Many restaurants include potato in their vindaloo curries. Aloo means potato in Hindi so a lot of the original self-taught Bangladeshi and Pakistani chefs in the UK mistakenly added potatoes to this fiery curry, and it stuck. Vindaloo, however, owes its origins to Portuguese-controlled Goa in the 15th century, where the dish was usually served with pork. The name vindaloo was most likely a mispronunciation of the similar Portuguese dish carne de vinho e alho (meat with wine and garlic). So our vindaloo is completely different to the authentic Goan version other than it is quite spicy and often packs a vinegary punch. I don’t add potatoes, but if you would like to, I’ve included instructions.


Quantity Ingredient
3 tablespoons rapeseed oil
or seasoned oil
6 green cardamom pods, bashed
2 star anise
1 indian bay leaf (cassia leaf)
2 tablespoons Garlic and ginger paste
2 fresh green bullet chillies, finely chopped
2 scotch bonnet chillies, finely chopped
1 teaspoon ground turmeric
2 tablespoons hot chilli powder
2 tablespoons Mixed powder
125ml Tomato purée
2 teaspoons jaggery
or sugar
600ml Base curry sauce (large batch), heated
800g Pre-cooked lamb keema, plus 200ml of its cooking stock
2 tablespoons white wine vinegar
1 teaspoon dried fenugreek (methi) leaves
2 Pre-cooked stewed potatoes, about 8 pieces (optional)

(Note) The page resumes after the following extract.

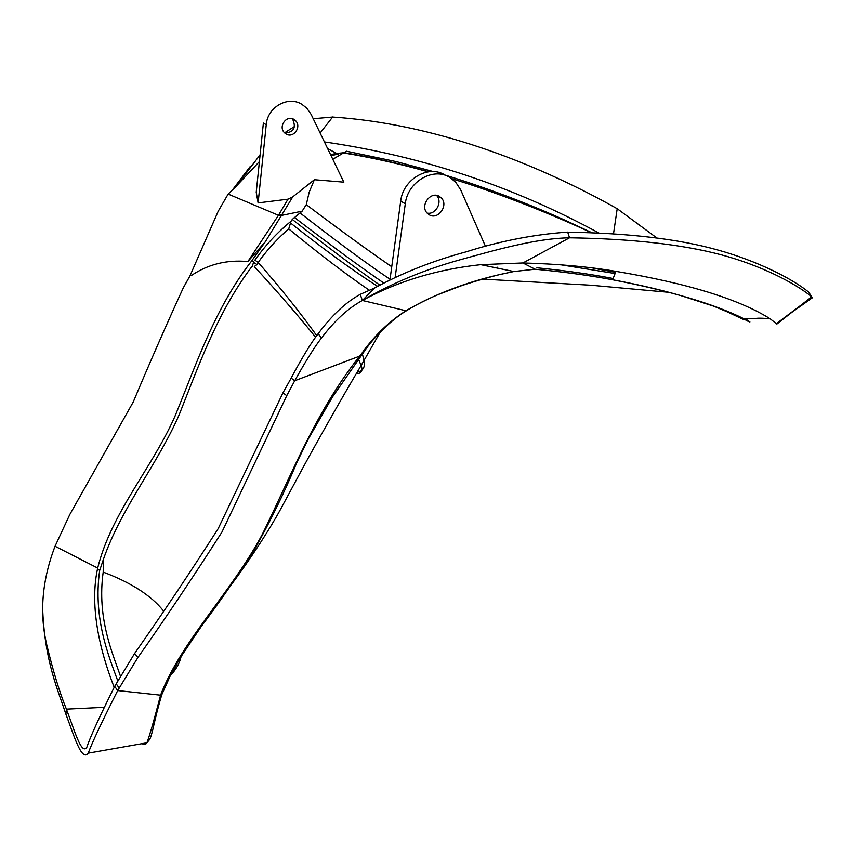 <?xml version="1.0" encoding="UTF-8"?>
<svg xmlns="http://www.w3.org/2000/svg" width="855" height="855" viewBox="0 0 855 855"><rect width="100%" height="100%" fill="white"/><g stroke="black" fill="none" stroke-linecap="round" stroke-linejoin="round"><path stroke-width="1.28" d="M286.168 134.032C293.489 138.606 301.89 126.807 295.616 120.726L293.853 119.337C286.585 114.73 278.132 126.412 284.288 132.536L286.168 134.032M284.758 133.006C293.799 132.333 296.418 127.705 292.613 119.134L292.089 118.631M266.236 124.702L258.114 202.913L256.233 192.29L263.372 123.077L266.236 124.702C267.455 107.164 287.836 95.482 301.762 104.214L306.774 108.125L311.124 114.367L343.838 182.158L314.384 179.721L292.741 196.874L288.007 199.172L278.474 215.289L247.843 261.566L265.307 241.783L292.741 196.874M331.067 155.696L338.484 153.975M327.679 148.663L336.678 153.419L330.532 154.584M342.673 152.853L336.678 153.419L337.778 154.071M258.114 202.913L288.007 199.172M260.102 154.819L235.927 186.55L228.157 194.085L218.196 211.26L190.002 275.791L191.36 275.513C208.118 264.238 226.949 259.589 247.843 261.566M228.157 194.085L278.474 215.289L281.648 215.909M190.034 275.727L183.333 287.761C166.543 324.376 149.849 362.445 133.252 401.978L69.8 514.518L55.051 546.249L97.684 568.051C111.374 512.701 152.008 468.273 174.933 416.364C196.49 363.824 214.765 308.131 251.819 260.754L265.307 241.783M332.627 117.039L313.219 118.717M294.622 126.433L284.565 132.835M250.184 166.565L232.549 189.799M332.691 116.953L320.123 133.027M259.407 161.584L235.927 186.55M656.822 237.925L617.203 208.706C532.986 161.392 432.32 123.612 332.616 117.039M190.045 275.791L183.333 287.761M808.851 292.346L811.694 296.781L776.874 324.045L770.27 318.862C739.062 299.175 687.623 283.347 615.963 271.377C588.7 266.707 557.674 263.906 522.897 262.966L480.788 264.665C437.247 269.304 397.767 281.242 362.37 300.468L405.954 310.739C433.635 294.665 464.928 282.588 499.833 274.519L513.844 271.537L535.091 269.218C563.563 271.901 589.405 275.406 612.629 279.767C670.609 290.999 714.395 304.006 744 318.787L746.693 320.165C751.299 322.474 751.171 322.591 746.33 320.529M808.296 300.5L812.25 297.871L811.694 296.781C794.53 282.684 760.106 265.178 721.182 254.779C682.044 244.412 631.503 238.748 569.548 237.797L522.897 262.966L535.091 269.218M736.187 315.164L740.719 317.226M746.672 318.723L747.003 319.877L745.122 318.755M613.099 278.495C590.217 274.113 564.813 270.554 536.897 267.786M560.303 264.708L615.055 273.536M362.392 354.077L364.08 360.521C365.416 366.966 363.086 370.878 357.101 372.267M356.182 373.817C361.473 373.571 363.119 370.803 361.12 365.502L358.534 359.228M168.83 677.203L169.931 676.102C176.248 669.508 180.042 662.582 181.313 655.315M142.186 743.594C143.929 745.058 145.5 744.791 146.921 742.792L146.921 742.781C149.678 735.503 154.199 719.739 160.494 695.478L162.001 694.014M359.741 356.097L294.719 380.753L291.16 378.092C302.168 357.476 311.188 342.663 318.199 333.664C331.751 315.399 345.762 302.296 360.244 294.355L374.597 287.985C402.662 272.724 433.282 260.647 466.445 251.744C500.517 240.95 534.268 234.409 567.699 232.111L569.548 237.797C535.016 238.417 494.019 250.472 459.306 259.995C423.973 269.87 391.665 283.358 362.37 300.468C348.242 308.131 334.594 320.657 321.416 338.056C314.651 346.809 305.748 361.034 294.719 380.753L286.756 395.662L221.862 532.216C193.69 576.206 165.699 617.973 137.879 657.516L117.701 690.573L160.558 695.179C181.335 640.929 232.111 591.532 262.506 533.958C291.277 475.69 315.431 411.747 359.741 356.097L360.5 356.61M117.701 690.573C102.012 721.556 92.19 742.418 88.236 753.159C81.567 762.286 73.658 734.466 65.899 714.192L66.401 709.148C74.193 729.497 81.503 755.713 86.868 747.195C90.064 737.363 99.33 717.089 114.677 686.383L117.701 690.573M291.181 378.113L282.962 392.819L218.175 528.668C190.312 572.198 162.471 613.772 134.641 653.412L114.677 686.383M808.531 291.833L808.381 291.865C791.805 278.377 756.536 260.722 718.008 250.055C678.934 239.037 628.895 233.094 567.859 232.207M497.717 267.198L494.671 267.914M427.094 213.066C435.697 215.118 442.933 201.823 436.627 195.506L436.52 195.389M389.955 279.863L400.706 201.117C402.94 179.39 428.323 164.438 444.835 174.954M439.342 196.372C430.685 190.815 419.805 205.563 427.04 213.013L429.274 214.819C438.006 220.312 448.8 205.457 441.437 198.061L439.342 196.372M395.16 277.373L405.302 203.736C407.579 181.859 433.132 166.8 449.719 177.37L455.651 182.115L460.653 189.767L485.565 246.55M808.381 291.865L811.694 296.781M359.613 356.108L361.302 354.088L362.071 354.515M160.494 695.478L161.766 694.762L174.399 666.515L201.139 626.64C219.917 601.664 237.829 575.704 254.876 548.771C270.437 521.176 284.416 492.448 296.813 462.587L308.217 439.139L332.371 397.137L362.125 354.451L361.302 354.088C373.827 336.207 388.694 321.769 405.901 310.782L406.756 310.525M405.954 310.739L406.264 310.846C390.874 319.973 372.31 338.933 363.77 352.142L362.189 354.355M374.597 287.985L362.37 300.468L360.244 294.355M617.203 208.706L613.495 233.949M599.248 233.201C513.609 186.497 421.996 156.07 324.419 141.919M332.798 159.287L346.414 151.196L396.303 161.616L433.421 171.599M591.842 232.891C551.315 214.124 509.922 197.719 467.642 183.686L451.6 178.567M428.686 171.78C400.632 163.732 372.139 157.309 343.218 152.532M42.771 611.507C45.091 662.08 58.044 690.167 65.899 714.192M55.051 546.249C42.151 579.968 39.319 612.565 46.565 644.007C52.978 670.769 59.594 692.475 66.401 709.148L103.626 707.363M251.819 260.754L253.679 262.036M252.268 266.3L253.582 262.335M252.15 266.204C217.769 311.626 199.162 364.348 179.208 414.675C157.491 464.607 121.26 507.699 103.402 559.384L103.199 572.091C96.711 618.55 112.892 653.808 120.598 676.594M97.684 568.051L97.534 568.735L99.672 570.467L103.402 559.384M253.582 262.367L257.002 264.569L254.491 266.386M254.929 260.112L258.274 262.528L257.002 264.569M315.645 337.276C297.7 315.046 277.266 291.491 254.352 266.61M254.918 260.102C265.242 245.449 277.287 232.485 291.063 221.21L288.723 228.905C278.27 237.872 268.898 247.929 260.593 259.054L258.274 262.528C280.483 287.921 299.987 312.31 316.767 335.673M97.534 568.735C87.98 613.014 104.684 663.138 114.175 687.228M117.862 681.093C109.226 657.377 92.789 618.678 99.672 570.467M103.199 572.091C131.061 582.586 151.1 595.465 163.337 610.727M290.219 222.76C324.708 250.034 353.831 271.217 377.579 286.307M291.063 221.21L292.271 219.436C327.7 247.106 356.877 268.994 379.802 285.089M369.381 290.251C347.012 275.107 320.133 254.651 288.723 228.905M278.816 214.723L282 215.321L302.146 211.164L306.282 204.655L309.189 192.151L314.384 179.721M306.282 204.655C340.076 230.145 368.569 250.846 391.74 266.739M302.146 211.164L292.271 219.436M383.735 283.005C360.468 267.017 330.65 245.129 294.259 217.352M390.03 279.264C367.019 263.789 337.02 241.676 300.02 212.916M88.236 753.159L146.921 742.792L149.475 739.671C152.511 734.84 153.708 721.78 161.766 694.762L161.905 694.313M405.302 203.736L400.706 201.117M116.195 683.84L119.219 688.061M282.962 392.819L286.756 395.662M134.641 653.412L137.879 657.516M480.788 264.665L513.844 271.537L499.865 274.541C484.496 278.292 467.033 283.742 460.225 286.168L438.658 294.398C426.506 299.421 415.733 304.893 406.307 310.814L406.809 310.493M318.199 333.664L321.416 338.056M467.642 183.686L451.803 178.706M428.259 171.834C399.445 163.722 370.92 157.373 342.684 152.799M292.613 119.134L295.616 120.726M812.239 297.861L792.029 312.182M770.27 318.862C762.553 318.017 757.103 317.964 753.918 318.712L744 318.787L713.519 306.111L681.189 295.702C660.787 289.802 637.926 284.491 612.629 279.767L615.963 271.377M719.408 308.206L743.337 319.385L747.024 320.336M592.975 268.149L615.568 272.307M482.53 279.115L591.072 285.239L668.92 292.314M380.325 331.975L361.12 365.502C342.481 396.699 316.927 441.992 302.841 467.909L280.141 510.061C269.646 529.363 249.842 559.801 232.549 582.971M180.929 655.903L171.684 674.221M168.04 678.902L169.931 676.102M776.532 323.532L801.221 304.989M497.77 267.241L494.81 267.946M441.437 198.061L436.627 195.506M592.344 232.913L564.621 220.024C526.306 202.827 486.474 187.854 445.145 175.104"/></g></svg>

3 tablespoons chopped coriander
salt and freshly ground pepper


  1. Heat the oil in a pan over a medium-high heat. When it begins to bubble, add the whole spices and bay leaf. If you don’t like biting into whole spices, be sure to count them in and count them back out again before serving.
  2. Scoop in the garlic and ginger paste and fry in the hot oil for about a minute. Add the chopped chillies, turmeric, chilli powder and mixed powder, followed by the tomato purée and jaggery or sugar. The tomato purée will bubble as it heats up.
  3. Pour in about 250ml of the base curry sauce and let it come to a rolling simmer. Don’t stir the sauce unless it looks like it is beginning to catch. Scrape back in any sauce that caramelizes around the sides of the pan.
  4. The pan should be going crazy over the heat. Swirl in the remaining base curry sauce and add the pre-cooked meat with a little of the cooking stock. Let the sauce simmer over the high heat until it cooks down to your desired consistency. Only stir it if it looks like it is catching on the pan.
  5. To finish, add the vinegar, dried fenugreek leaves, potatoes (if using), and the chopped coriander. Check for seasoning and add salt and freshly ground pepper to taste.